Hi Bart,
first choose you adc. The internal ADC might sound nice (one less component) but what I read not very precise, slow and some other flaws. I use ESP8266s and the adc there is bad. The ADS1115 is nice, cheap (cheaper than a fried ESP32 and cheaper than a PI) , versatile.
Don't worry the is not much that can go wrong in all cases.
internal ADC
you might want to use the one of the 2 ADC(s) (muliplexed to up to 18) of your ESP32. Then you will need a voltage devider.(two resistors) to meet the voltage levels from the 0-5V to 0-3.3V (on an ES8266 you only have one ADC 0-1V often with build in voltage devides to 0-3.3V)

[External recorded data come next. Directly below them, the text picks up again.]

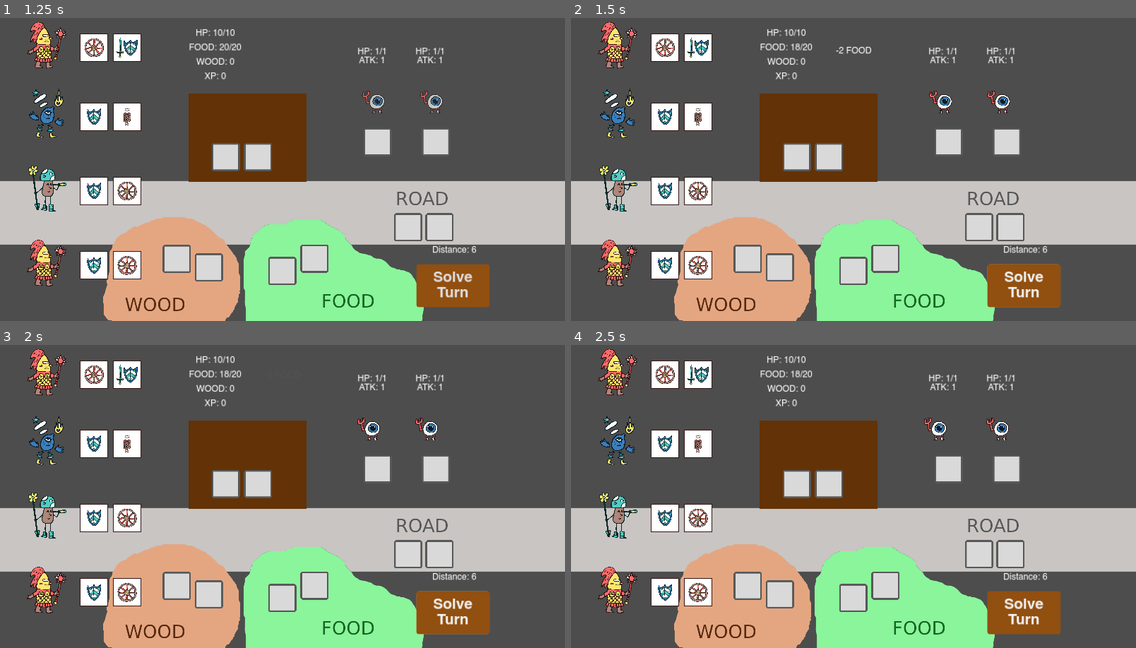
Above: before the commit, frames 1-4 (two rows, left to right).
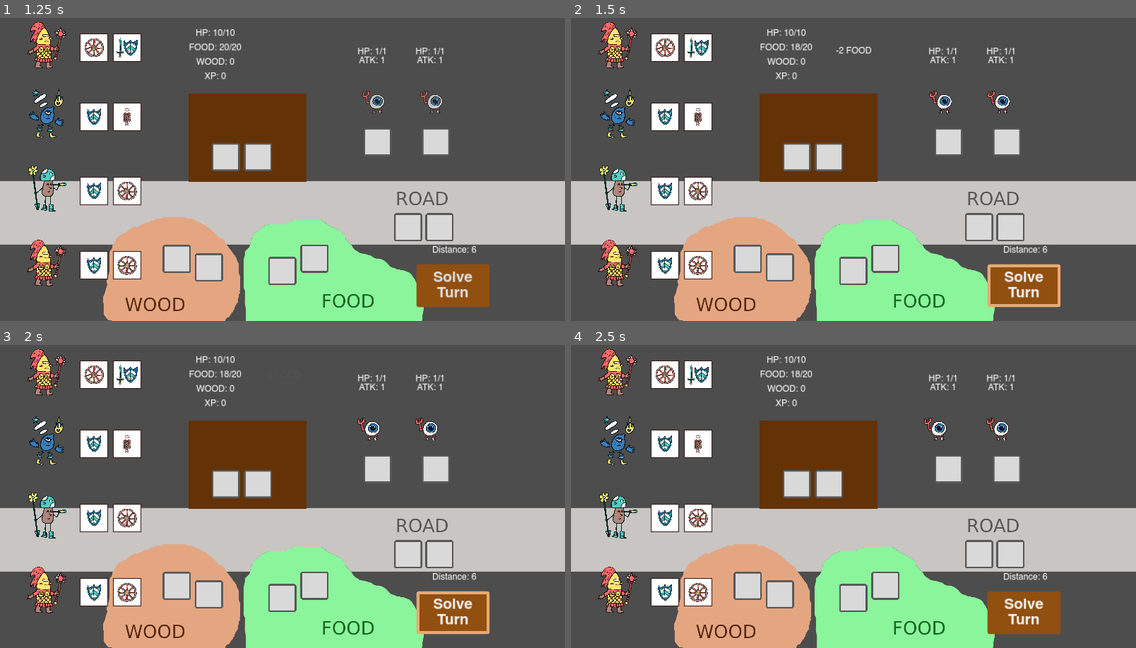
Above: after the commit, the same moments.

Repository: Sugo98/godot-77
Game: Godot game, scene res://game_logic/game_manager.tscn
Two runs of this game, one before a commit and one after it. Both use one fixed random seed, a clock stepped at 60 frames per second and the inputs below.
Inputs:
- Up to frame 1 (1.25 s): click "START GAME" at 0.5 s
- Up to frame 2 (1.5 s): click "Solve Turn" at 1.25 s
- Up to frame 3 (2 s): no input
- Up to frame 4 (2.5 s): click "Solve Turn" at 2 s

Frame 1 is identical in both runs. In frame 2, 0.4% of the frame differs, in the area x 73-87%, y 81-96%; in frame 3, 0.4%; in frame 4, less than 0.1%.

Commit message:
fixed slider on main menu

Diff:
--- /dev/null
+++ b/assets/localization/dictionary.csv
@@ -0,0 +1,103 @@
+key,en,it
+START_GAME,START GAME,AVVIA PARTITA
+SETTINGS_UPP,SETTINGS,IMPOSTAZIONI
+SETTINGS_LOW,Settings,Impostazioni
+LANGUAGE_LABEL,LANGUAGE,LINGUA
+GAME_SETTINGS,Game Settings,Impostazioni di gioco
+ANIMATION_SPEED,"Animation
+Speed","Velocità
+Animazioni"
+SLOW,Slow,Lenta
+MEDIUM,Medium,Media
+FAST,Fast,Veloce
+AUDIO_SETTINGS,Audio Settings,Impostazioni Audio
+MUSIC,Music,Musica
+CLOSE,Close,Chiudi
+RESET,Reset,Ripristina
+DISTANCE,Distance,Distanza
+SOLVE_TURN,"Solve
+Turn","Risolvi
+Turno"
+LANGUAGE_SETTINGS,Language Selection,Seleziona Lingua
+LANGUAGE,Language,Lingua
+ENGLISH,English,English
+ITALIAN,Italiano,Italiano
+MASTER,Master,Principale
+SFX,SFX,Effetti
+FOOD ,Food,Cibo
+WOOD ,Wood,Legno
+BALANCE,Balance,Bilancio
+CONFIRM,Confirm,Conferma
+SHIELD ,Shield,Scudo
+SPIKES ,Spikes,Spine
+NOT_ENOUGH_WOOD,Not Enough Wood,Legno Insufficiente
+ALEMBIC_1,Alembic 1,Alambicco 1
+ALEMBIC_1_DESC,Reduces by 1 the attack of all monsters,Riduce di 1 l’attacco di tutti i mostri
+ALEMBIC_2,Alembic 2,Alambicco 2
+ALEMBIC_2_DESC,Reduces by 2 the attack of all monsters,Riduce di 2 l’attacco di tutti i mostri
+ANIMAL_COMPANION_1,Animal Companion 1,Compagno Animale 1
+ANIMAL_COMPANION_1_DESC,"Deals 1 damage and gathers 1 food, can be placed on a food slot","Infligge 1 danno e raccoglie 1 cibo, può essere piazzato in uno spazio cibo"
+ANIMAL_COMPANION_2,Animal Companion 2,Compagno Animale 2
+ANIMAL_COMPANION_1_DESC,"Deals 2 damages and gathers 2 foods, can be placed on a food slot","Infligge 2 danni e raccoglie 2 cibi, può essere piazzato in uno spazio cibo"
+CARROT_1,Carrot 1,Carota 1
+CARROT_1_DESC,Can be placed only in a wood space but gathers 1 additional food,Può essere piazzato solo in uno spazio legno ma raccoglie anche 1 cibo
+CARROT_2,Carrot 2,Carota 2
+CARROT_2_DESC,Can be placed only in a wood space but gathers 2 additional foods,Può essere piazzato solo in uno spazio legno ma raccoglie anche 2 cibi
+CLUB_1,Club 1,Mazza 1
+CLUB_1_DESC,Deals 1 damage and stuns enemies,Infligge 1 danno e stordisce i nemici
+CLUB_2,Club 2,Mazza 2
+CLUB_2_DESC,Deals 2 damages and stuns enemies,Infligge 2 danni e stordisce i nemici
+CUPCAKE_1,Cupcake 1,Muffin 1
+CUPCAKE_1_DESC,"Can be placed in any space, on the caravan counts as a shield","Può essere piazzato in qualsiasi spazio, sulla carovana conta come scudo"
+CUPCAKE_2,Cupcake 2,Muffin 2
+CUPCAKE_2_DESC,"Can be placed in any space, on the caravan counts as a shield","Può essere piazzato in qualsiasi spazio, sulla carovana conta come scudo"
+FIREBALL_1,Fireball 1,Palla di fuoco 1
+FIREBALL_1_DESC,Deals 1 damage to each enemy,Infligge 1 danno a tutti i nemici
+FIREBALL_2,Fireball 2,Palla di fuoco 2
+FIREBALL_2_DESC,Deals 2 damages to each enemy,Infligge 2 danni a tutti i nemici
+FOOD_1,Food 1,Legno 1
+FOOD_1_DESC,Gathers 1 food,Raccoglie 1 cibo
+FOOD_2,Food 2,Legno 2
+FOOD_2_DESC,Gathers 2 foods,Raccoglie 2 cibi
+FOOD_3,Food 3,Legno 3
+FOOD_3_DESC,Gathers 3 foods,Raccoglie 3 cibi
+FOOD_WOOD_1,Food / Wood 1,Cibo / Legno 1
+FOOD_WOOD_1_DESC,Can be used either as 1 food or as 1 wood,Può essere usato come 1 cibo o come 1 legno
+FOOD_WOOD_2,Food / Wood 2,Cibo / Legno 2
+FOOD_WOOD_2_DESC,Can be used either as 2 foods or as 2 woods,Può essere usato come 2 cibi o come 2 legni
+GEARS_1,Gears 1,Ingranaggi 1
+GEARS_1_DESC,Behaves as 1 wheel but discunts by 1 any wood cost,Si comporta come 1 ruota ma sconta di 1 ogni eventuale costo in legno
+GEARS_2,Gears 2,Ingranaggi 2
+GEARS_2_DESC,Behaves as 2 wheels but discunts by 1 any wood cost,Si comporta come 2 ruot2 ma sconta di 1 ogni eventuale costo in legno
+SHIELD_1,Shield 1,Scudo 1
+SHIELD_1_DESC,Protects from 1 damge,Protegge da 1 danno
+SHIELD_2,Shield 2,Scudo 2
+SHIELD_2_DESC,Protects from 2 damges,protegge da 2 danni
+SHIELD_3,Shield 3,Scudo 3
+SHIELD_3_DESC,Protects from 3 damges,Protegge da 3 danni
+SPIKES_1,Spikes 1,Spine 1
+SPIKES_1_DESC,Protects from 1 damge and deals 1 damage to the attacking enemy,Protegge da 1 danno e infligge 1 danno al mostro attaccante
+SPIKES_2,Spikes 2,Spine 2
+SPIKES_2_DESC,Protects from 2 damges and deals 2 damages to the attacking enemy,Protegge da 2 danni e infligge 2 danni al mostro attaccante
+SWORD_1,Sword 1,Spada 1
+SWORD_1_DESC,Deals 1 damage ,Infligge 1 danno
+SWORD_2,Sword 2,Spada 2
+SWORD_2_DESC,Deals 2 damages ,Infligge 2 danni
+SWORD_3,Sword 3,Spada 3
+SWORD_3_DESC,Deals 3 damages ,Infligge 3 danni
+SWORD_SHIELD_1,Sword / Shield 1,Spada / Scudo 1
+SWORD_SHIELD_1_DESC,Can be used either as 1 sword or as 1 shield,Può essere usato come 1 spada o come 1 scudo
+SWORD_SHIELD_2,Sword / Shield 2,Spada / Scudo 2
+SWORD_SHIELD_2_DESC,Can be used either as 2 swords or as 2 shields,Può essere usato come 2 spade o come 2 scudi
+ICE_WALL,Ice Wall,Muro di Ghiaccio
+ICE_WALL_DESC,"Blocks all attacks, enemies and allies","Blocca tutti gli attacchi, nemici e alleati"
+WHEEL_1,Wheel 1,Ruota 1
+WHEEL_1_DESC,Advances of 1 on the road or consume wood to repair the caravan,Avanza di 1 sulla strada o consuma legno per riparare la carovana
+WHEEL_2,Wheel 2,Ruota 2
+WHEEL_2_DESC,Advances of 2 on the road or consume wood to repair the caravan,Avanza di 2 sulla strada o consuma legno per riparare la carovana
+WOOD_1,Wood 1,Legno 1
+WOOD_1_DESC,Gathers 1 wood,Raccoglie 1 legno
+WOOD_2,Wood 2,Legno 2
+WOOD_2_DESC,Gathers 2 woods,Raccoglie 2 legni
+WOOD_3,Wood 3,Legno 3
+WOOD_3_DESC,Gathers 3 woods,Raccoglie 3 legni
--- a/assets/theme/basic_theme.tres
+++ b/assets/theme/basic_theme.tres
@@ -10,6 +10,8 @@
 
 [sub_resource type="StyleBoxTexture" id="StyleBoxTexture_gw8pl"]
 texture = ExtResource("1_ghjwu")
+
+[sub_resource type="StyleBoxEmpty" id="StyleBoxEmpty_l8srp"]
 
 [sub_resource type="StyleBoxFlat" id="StyleBoxFlat_h1fci"]
 bg_color = Color(0.57, 0.307895, 0.0627, 1)
@@ -25,6 +27,10 @@
 border_width_right = 10
 border_width_bottom = 10
 border_color = Color(0.898039, 0.666667, 0.45098, 1)
+corner_radius_top_left = 8
+corner_radius_top_right = 8
+corner_radius_bottom_right = 8
+corner_radius_bottom_left = 8
 
 [sub_resource type="StyleBoxFlat" id="StyleBoxFlat_63304"]
 content_margin_left = 4.0
@@ -64,8 +70,12 @@
 
 [sub_resource type="StyleBoxEmpty" id="StyleBoxEmpty_5k1du"]
 
-[sub_resource type="StyleBoxFlat" id="StyleBoxFlat_xpchb"]
-bg_color = Color(0.360704, 0.186286, 0.0248739, 1)
+[sub_resource type="StyleBoxFlat" id="StyleBoxFlat_3432p"]
+bg_color = Color(0.137255, 0.0588235, 0.00392157, 1)
+border_width_left = 10
+border_width_top = 10
+border_width_right = 10
+border_width_bottom = 10
 border_color = Color(0.9, 0.6675, 0.45, 1)
 corner_radius_top_left = 8
 corner_radius_top_right = 8
@@ -106,12 +116,24 @@
 corner_radius_bottom_right = 4
 corner_radius_bottom_left = 4
 
+[sub_resource type="StyleBoxFlat" id="StyleBoxFlat_3pjnb"]
+bg_color = Color(0.333333, 0.172549, 0.0196078, 1)
+border_width_left = 4
+border_width_top = 4
+border_width_right = 4
+border_width_bottom = 4
+border_color = Color(0.898039, 0.666667, 0.45098, 1)
+corner_radius_top_left = 4
+corner_radius_top_right = 4
+corner_radius_bottom_right = 4
+corner_radius_bottom_left = 4
+
 [resource]
 BrokenBridge/base_type = &"PanelContainer"
 BrokenBridge/styles/panel = SubResource("StyleBoxTexture_gw8pl")
 Button/font_sizes/font_size = 64
 Button/fonts/font = ExtResource("2_goq6r")
-Button/styles/focus = SubResource("StyleBoxFlat_h1fci")
+Button/styles/focus = SubResource("StyleBoxEmpty_l8srp")
 Button/styles/hover = ExtResource("3_fsd0t")
 Button/styles/normal = SubResource("StyleBoxFlat_h1fci")
 Button/styles/pressed = SubResource("StyleBoxFlat_xmjy1")
@@ -120,6 +142,7 @@
 HSlider/icons/grabber_disabled = ExtResource("4_8yhgg")
 HSlider/icons/grabber_highlight = ExtResource("4_8yhgg")
 HSlider/styles/grabber_area = SubResource("StyleBoxFlat_63304")
+HSlider/styles/grabber_area_highlight = SubResource("StyleBoxFlat_63304")
 HSlider/styles/slider = SubResource("StyleBoxFlat_7vvcl")
 HeaderLarge/font_sizes/font_size = 48
 HeaderLarge/fonts/font = ExtResource("2_goq6r")
@@ -127,7 +150,7 @@
 Inactive/base_type = &"Button"
 Inactive/styles/hover = SubResource("StyleBoxFlat_y71iw")
 Inactive/styles/normal = SubResource("StyleBoxEmpty_5k1du")
-Inactive/styles/pressed = SubResource("StyleBoxFlat_xpchb")
+Inactive/styles/pressed = SubResource("StyleBoxFlat_3432p")
 Label/font_sizes/font_size = 32
 MarginContainer/constants/margin_bottom = 8
 MarginContainer/constants/margin_left = 8
@@ -141,6 +164,7 @@
 SmallButton/fonts/font = ExtResource("4_84x2b")
 SmallButton/styles/hover = SubResource("StyleBoxFlat_m038l")
 SmallButton/styles/normal = SubResource("StyleBoxFlat_wbp36")
+SmallButton/styles/pressed = SubResource("StyleBoxFlat_3pjnb")
 Title/base_type = &"Label"
 Title/font_sizes/font_size = 128
 Title/fonts/font = ExtResource("4_b38xd")
--- a/dice_logic/dice_face.gd
+++ b/dice_logic/dice_face.gd
@@ -16,7 +16,7 @@
 	stretch_mode = TextureRect.STRETCH_KEEP_ASPECT_CENTERED
 	if data :
 		texture = data.texture
-		tooltip_text = "%s\n%s" % [data.name, data.description]
+		tooltip_text = "%s\n%s" % [tr(data.name), tr(data.description)]
 
 func can_be_placed(slot : DiceSlot.Type):
 	if data.jolly:
--- a/game_logic/main_menu.gd
+++ b/game_logic/main_menu.gd
@@ -25,6 +25,12 @@
 	sfx_bus = AudioServer.get_bus_index("SFX")
 	prepare_menu()
 	_on_slow_animation_pressed()
+	default_volume()
+
+func default_volume() -> void:
+	%MasterSlider.value = 0.01
+	%MusicSlider.value = 1
+	%SFXSlider.value = 1
 
 func prepare_menu() :
 	settings_menu.hide()
@@ -69,19 +75,11 @@
 	%MusicSlider.value = 1
 	%SFXSlider.value = 1
 
-
-func _on_debug_pressed() -> void:
-	sfx_stream_player.play()
-	$AudioStreamPlayer2.play()
-
-
 func _on_en_lan_pressed() -> void:
 	TranslationServer.set_locale("en")
 
-
 func _on_it_lan_pressed() -> void:
 	TranslationServer.set_locale("it")
-
 
 func _on_slow_animation_pressed() -> void:
 	Utils.basic_wait_time = Global.slow_animation_time
@@ -101,3 +99,6 @@
 	animation_buttons["slow"].theme_type_variation = "Inactive"
 	animation_buttons["medium"].theme_type_variation = "Inactive"
 	animation_buttons["fast"].theme_type_variation = ""
+
+func _on_sfx_pressed() -> void:
+	sfx_stream_player.play()
--- a/game_logic/main_menu.tscn
+++ b/game_logic/main_menu.tscn
@@ -231,8 +231,8 @@
 [node name="Settings Menu_LanguageSection#Label" type="Label" parent="SettingMenu/Settings Menu/Language/VBoxContainer/HBoxContainer"]
 layout_mode = 2
 size_flags_horizontal = 3
-text = "LANGUAGE
-"
+text = "LANGUAGE_LABEL"
+horizontal_alignment = 1
 
 [node name="HBoxContainer" type="HBoxContainer" parent="SettingMenu/Settings Menu/Language/VBoxContainer/HBoxContainer"]
 layout_mode = 2
@@ -299,6 +299,10 @@
 [connection signal="pressed" from="SettingMenu/Settings Menu/GameSettings/GameSetting/HBoxContainer/PanelContainer/SlowAnimation" to="." method="_on_slow_animation_pressed"]
 [connection signal="pressed" from="SettingMenu/Settings Menu/GameSettings/GameSetting/HBoxContainer/PanelContainer/MediumAnimation" to="." method="_on_medium_animation_pressed"]
 [connection signal="pressed" from="SettingMenu/Settings Menu/GameSettings/GameSetting/HBoxContainer/PanelContainer/FastAnimation" to="." method="_on_fast_animation_pressed"]
+[connection signal="value_changed" from="SettingMenu/Settings Menu/AudioSettings/AudioSetting/HBoxContainer/MasterSlider" to="." method="_on_master_slider_value_changed"]
+[connection signal="value_changed" from="SettingMenu/Settings Menu/AudioSettings/AudioSetting/HBoxContainer2/MusicSlider" to="." method="_on_music_slider_value_changed"]
+[connection signal="pressed" from="SettingMenu/Settings Menu/AudioSettings/AudioSetting/HBoxContainer3/MarginContainer/SFX" to="." method="_on_sfx_pressed"]
+[connection signal="value_changed" from="SettingMenu/Settings Menu/AudioSettings/AudioSetting/HBoxContainer3/SFXSlider" to="." method="_on_sfx_slider_value_changed"]
 [connection signal="pressed" from="SettingMenu/Settings Menu/Language/VBoxContainer/HBoxContainer/HBoxContainer/Settings Menu_LanguageSection#EN_lan" to="." method="_on_en_lan_pressed"]
 [connection signal="pressed" from="SettingMenu/Settings Menu/Language/VBoxContainer/HBoxContainer/HBoxContainer/Settings Menu_LanguageSection#IT_lan" to="." method="_on_it_lan_pressed"]
 [connection signal="pressed" from="SettingMenu/Settings Menu/CloseButtons/HBoxContainer/Close" to="." method="_on_close_pressed"]
Not shown, added: assets/localization/dictionary.csv.import
Binary file changed: assets/localization/dictionary.en.translation
Binary file changed: assets/localization/dictionary.it.translation
Not shown: 1 places in assets/theme/basic_theme.tres that only renumber resources

So for the 0-5 V you need something like this
Where R1 = 1K and R2 = 2K
or do the calculation here (Voltage divider: calculator and application – Renzo Mischianti)
Chose values over 1K because you will drain permanently some current via the two resistors (important to know if you run from batteries)
external ADC
Or you might use an extranal ADC like the ADS1115 with 4 ADCs 16Bit resuluton, configurable amplifier and .... (I love this, cheap, accurate versatile) and read it via I2C (Hey I found the correct schematic).
Power the ADC with 5V! (then the maximum voltage on the analog pins is 0.3V over the supply voltage! So absolute save. Plugging in an USB charger (1A) and leave away the power jack is perfect.
There is no protection on the input pins ... so be a little bit careful!
There is an software controlled amplifier on all input pins (very handy)
But with the wrong settings you might be able destroy the adc too!
But the default is save no worries.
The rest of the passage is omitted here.